Abolish Fundraising Standards Board, says Etherington review | Anna Turley appointed shadow charities minister | Some charities 'did not have reliable records on donor consent'

Plus: Winners of Third Sector Awards announced | Two-thirds of people feel more negatively about charities after seeing critical stories | Charities must no longer sell supporters' data, IoF says

Sir Stuart Etherington
Sir Stuart Etherington

The Fundraising Standards Board should be abolished and the Institute of Fundraising stripped of its responsibility for overseeing the Code of Fundraising Practice, Sir Stuart Etherington’s review of the self-regulation of fundraising has concluded. The report recommends that a new body, tentatively called the Fundraising Regulator, should be established to replace the FRSB and given the responsibility for setting fundraising standards.

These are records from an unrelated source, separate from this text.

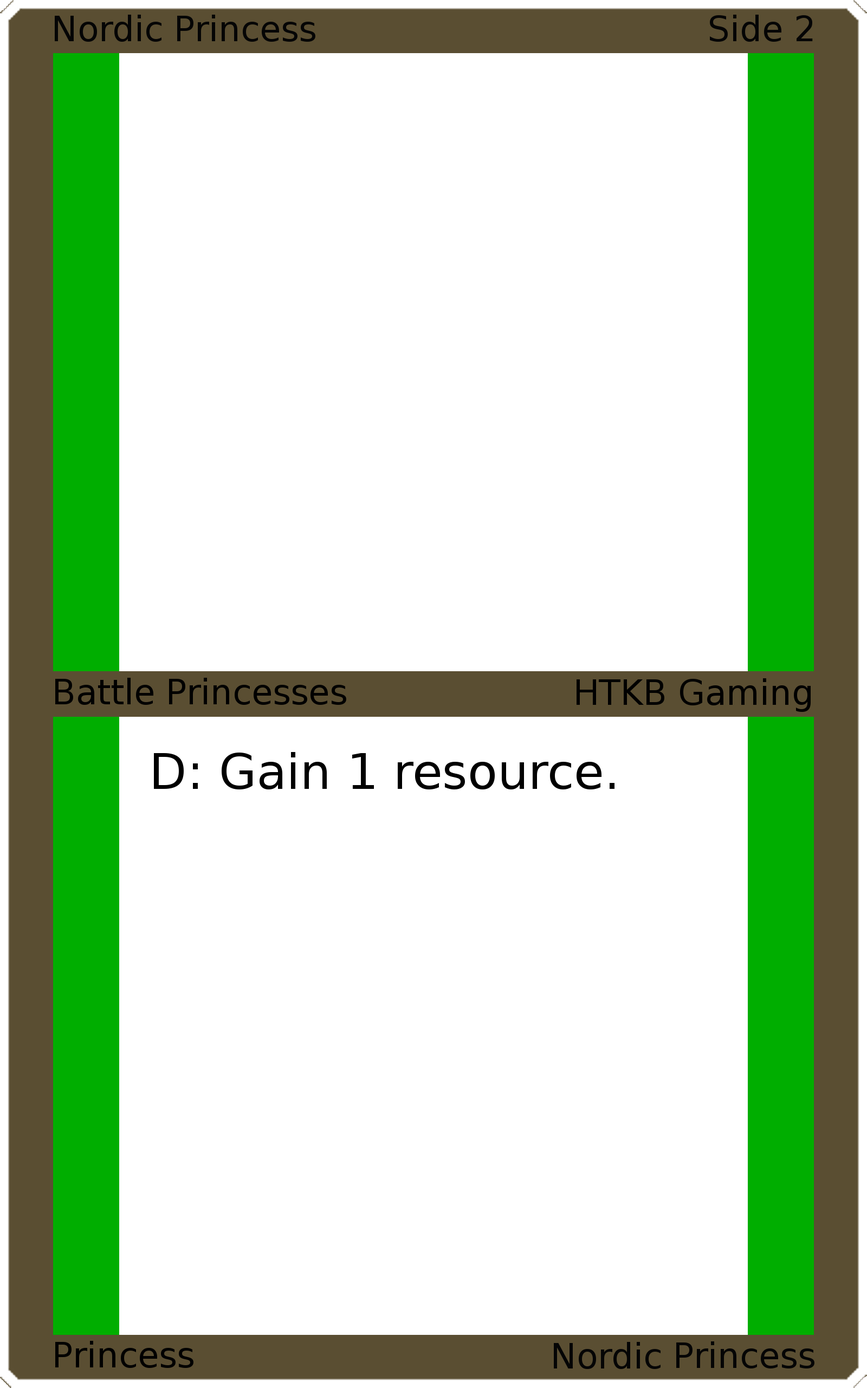
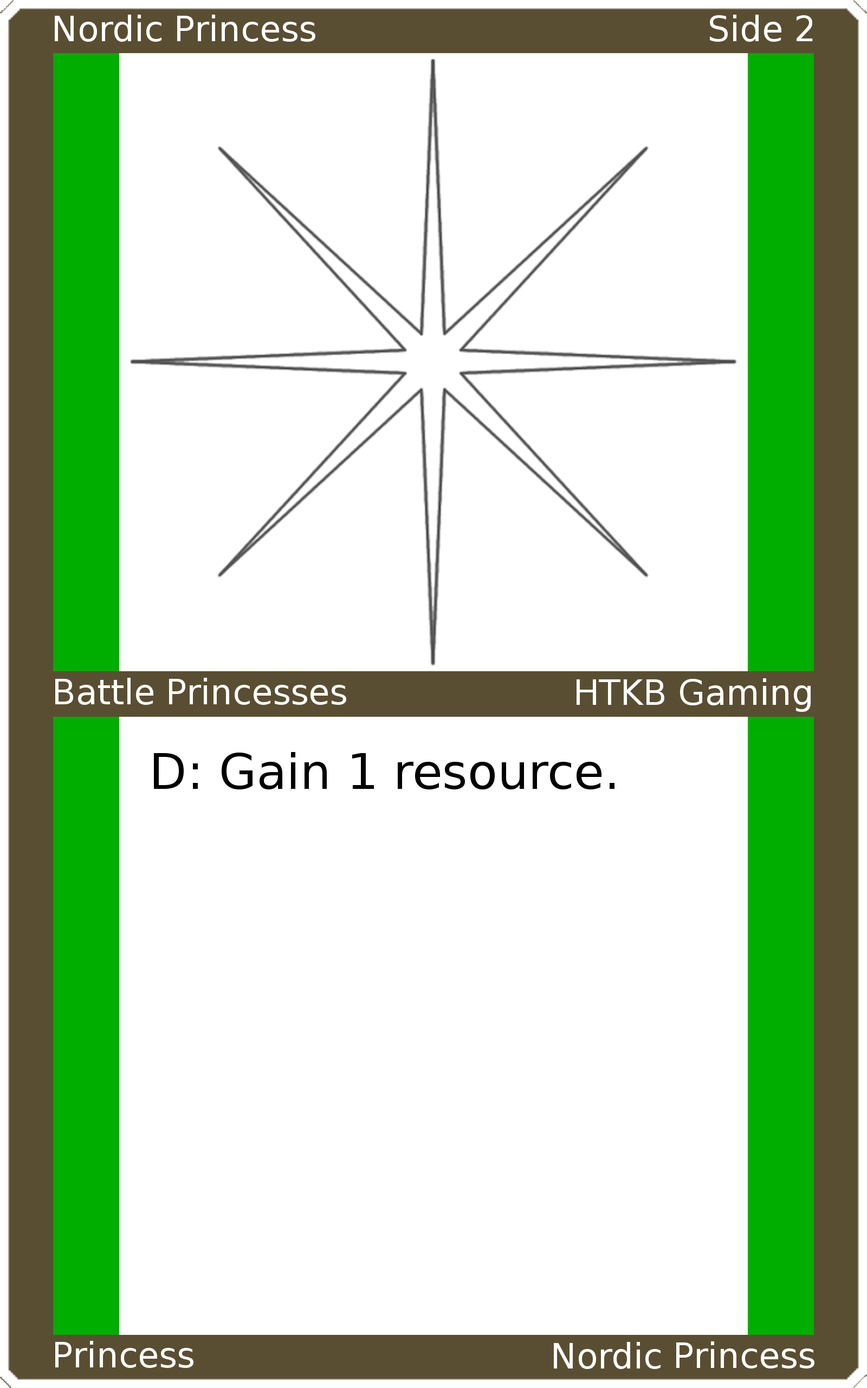
Revision of a layered 867x1388 image; what changed, layer by layer:
painted on "Upper Left" over [54,14,316,42]
painted on "Upper Right" over [710,14,814,42]
painted on "Mid Left" over [55,677,347,705]
painted on "Mid Right" over [576,678,811,712]
painted on "Bottom Left" over [55,1340,194,1368]
painted on "Bottom Right" over [553,1340,815,1369]
added layer "Art" above "Top Background" over [129,57,738,666]

Anna Turley, the Labour MP for Redcar, has been given the shadow charities brief, despite the role having appeared to have been given last week to Ian Lavery. Turley, a former special adviser in both the Cabinet Office and the Department for Work and Pensions, entered parliament at the general election in May. 

The investigation being carried out by the Information Commissioner’s Office into the allegations made against charities in the Daily Mail newspaper found that some of the charities concerned did not have accurate and reliable records on whether donors had consented to receive marketing, according to written evidence submitted to the Public Administration and Constitutional Affairs Committee.

An innovative partnership between the IT company Microsoft and the sight-loss charity Guide Dogs was among the winners at this year’s Third Sector Awards. The awards recognise the outstanding work carried out by charities, not-for-profit organisations and their partners.

Almost two-thirds of people who have seen negative media stories about charities in recent months feel more negatively towards them, according to new research.

A ban on charities selling supporters’ data is among the changes that will be made to the Institute of Fundraising’s Code of Fundraising Practice after a review by its standards committee. The changes were announced the day before Sir Stuart Etherington's review of the self-regulation of fundraising was published.